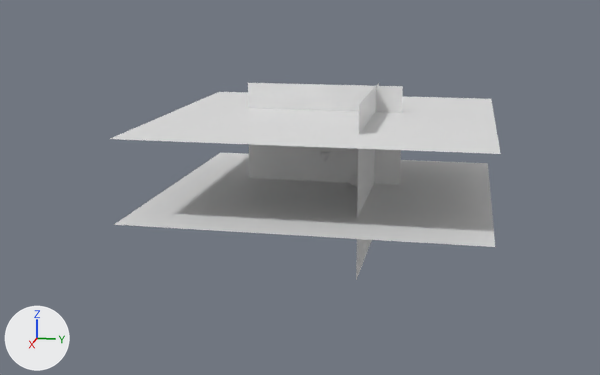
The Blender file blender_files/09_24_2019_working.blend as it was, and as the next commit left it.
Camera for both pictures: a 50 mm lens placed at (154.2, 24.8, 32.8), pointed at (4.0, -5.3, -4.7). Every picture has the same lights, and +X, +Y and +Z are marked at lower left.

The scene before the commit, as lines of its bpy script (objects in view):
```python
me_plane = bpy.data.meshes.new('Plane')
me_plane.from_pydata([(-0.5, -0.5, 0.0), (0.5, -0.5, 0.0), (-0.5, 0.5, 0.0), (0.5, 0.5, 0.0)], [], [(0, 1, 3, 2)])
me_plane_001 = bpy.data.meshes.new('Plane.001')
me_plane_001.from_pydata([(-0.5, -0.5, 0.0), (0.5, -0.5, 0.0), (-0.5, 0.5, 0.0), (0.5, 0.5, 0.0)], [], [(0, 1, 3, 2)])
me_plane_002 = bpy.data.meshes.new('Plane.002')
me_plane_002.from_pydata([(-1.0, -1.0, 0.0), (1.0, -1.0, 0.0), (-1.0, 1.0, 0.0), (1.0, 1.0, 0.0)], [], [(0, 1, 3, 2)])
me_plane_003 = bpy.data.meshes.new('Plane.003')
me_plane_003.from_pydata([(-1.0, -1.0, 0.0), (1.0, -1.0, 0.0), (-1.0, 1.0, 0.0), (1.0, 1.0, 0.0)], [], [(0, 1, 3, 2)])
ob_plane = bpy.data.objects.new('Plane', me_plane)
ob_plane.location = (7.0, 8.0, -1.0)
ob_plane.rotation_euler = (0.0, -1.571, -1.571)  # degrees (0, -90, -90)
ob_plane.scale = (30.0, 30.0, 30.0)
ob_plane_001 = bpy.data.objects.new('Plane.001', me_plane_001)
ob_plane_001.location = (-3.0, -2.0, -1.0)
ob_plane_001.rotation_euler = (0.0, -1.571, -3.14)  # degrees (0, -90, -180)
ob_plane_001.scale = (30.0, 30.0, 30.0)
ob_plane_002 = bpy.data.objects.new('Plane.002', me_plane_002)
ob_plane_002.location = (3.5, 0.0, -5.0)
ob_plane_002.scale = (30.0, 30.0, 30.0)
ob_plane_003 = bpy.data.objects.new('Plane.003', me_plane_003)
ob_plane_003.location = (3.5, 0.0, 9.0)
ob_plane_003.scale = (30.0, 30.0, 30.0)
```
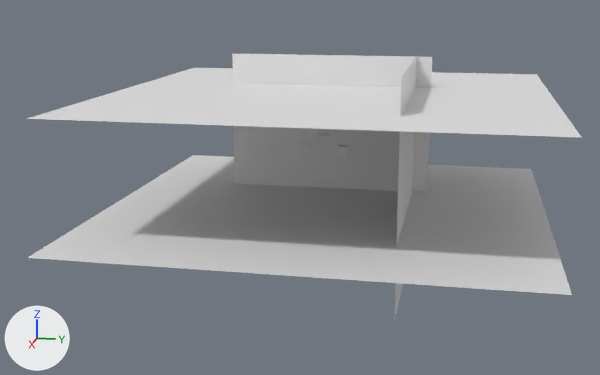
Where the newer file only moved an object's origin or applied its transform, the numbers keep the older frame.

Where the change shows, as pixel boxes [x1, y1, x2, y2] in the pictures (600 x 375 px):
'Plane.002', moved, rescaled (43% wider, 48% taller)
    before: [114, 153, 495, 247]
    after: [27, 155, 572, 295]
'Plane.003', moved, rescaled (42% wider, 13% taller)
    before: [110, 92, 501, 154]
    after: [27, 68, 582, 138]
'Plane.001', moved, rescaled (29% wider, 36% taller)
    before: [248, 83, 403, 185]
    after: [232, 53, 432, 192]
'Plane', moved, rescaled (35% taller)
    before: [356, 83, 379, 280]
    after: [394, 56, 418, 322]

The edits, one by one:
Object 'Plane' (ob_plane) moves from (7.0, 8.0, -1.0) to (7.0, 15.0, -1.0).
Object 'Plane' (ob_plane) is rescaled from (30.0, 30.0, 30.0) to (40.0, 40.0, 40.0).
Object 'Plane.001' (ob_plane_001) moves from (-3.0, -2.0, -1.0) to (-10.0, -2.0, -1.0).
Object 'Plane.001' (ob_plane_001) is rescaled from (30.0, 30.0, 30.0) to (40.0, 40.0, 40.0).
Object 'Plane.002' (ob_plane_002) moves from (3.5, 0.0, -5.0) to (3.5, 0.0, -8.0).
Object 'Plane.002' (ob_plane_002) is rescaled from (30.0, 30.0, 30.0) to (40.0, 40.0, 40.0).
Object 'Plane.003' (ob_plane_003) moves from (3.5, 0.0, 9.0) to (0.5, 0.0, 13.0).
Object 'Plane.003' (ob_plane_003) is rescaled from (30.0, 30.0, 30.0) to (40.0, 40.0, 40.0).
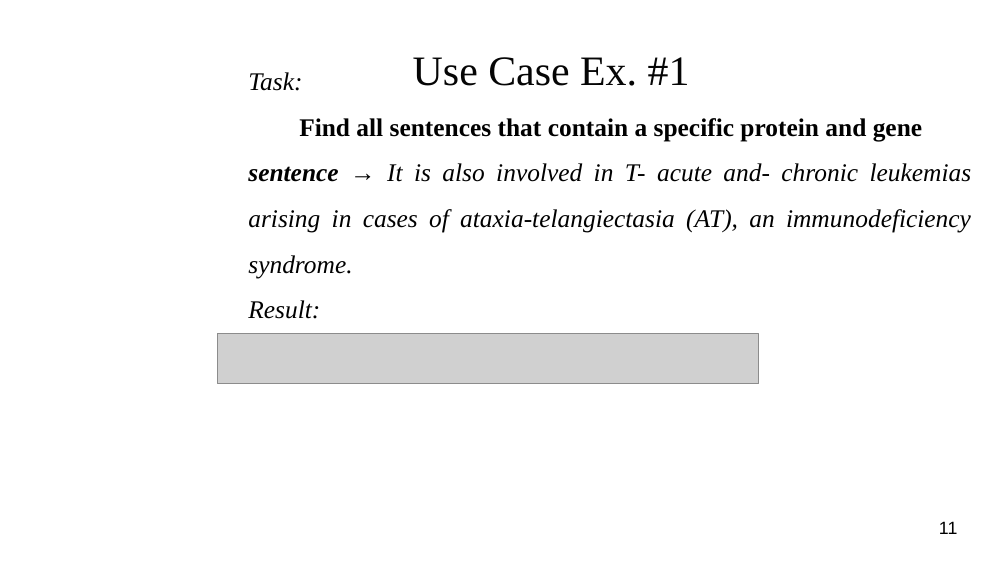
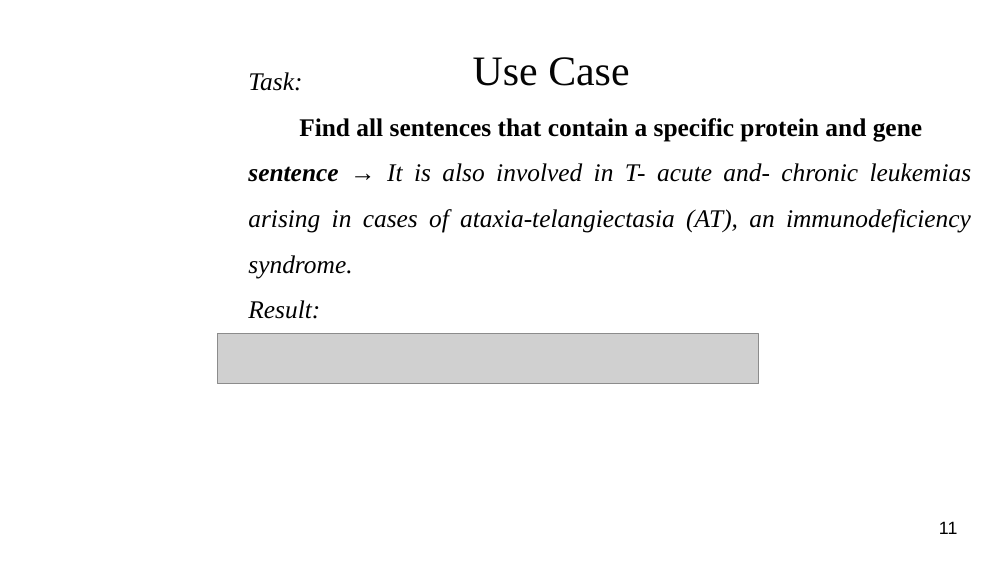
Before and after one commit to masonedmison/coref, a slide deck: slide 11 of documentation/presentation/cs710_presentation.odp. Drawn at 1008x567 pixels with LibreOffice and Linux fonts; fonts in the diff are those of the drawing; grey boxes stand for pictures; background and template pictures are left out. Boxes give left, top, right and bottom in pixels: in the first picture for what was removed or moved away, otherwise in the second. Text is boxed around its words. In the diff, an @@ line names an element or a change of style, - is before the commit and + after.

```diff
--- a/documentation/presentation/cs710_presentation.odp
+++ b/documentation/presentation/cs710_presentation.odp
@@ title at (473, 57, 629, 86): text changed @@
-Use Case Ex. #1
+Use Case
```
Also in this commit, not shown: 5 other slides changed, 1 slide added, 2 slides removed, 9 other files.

※ ※ ※

— What this task involves —
Please go through the listing and return each line that has "location" in it.

— Response area —
ob_plane.location = (7.0, 8.0, -1.0)
ob_plane_001.location = (-3.0, -2.0, -1.0)
ob_plane_002.location = (3.5, 0.0, -5.0)
ob_plane_003.location = (3.5, 0.0, 9.0)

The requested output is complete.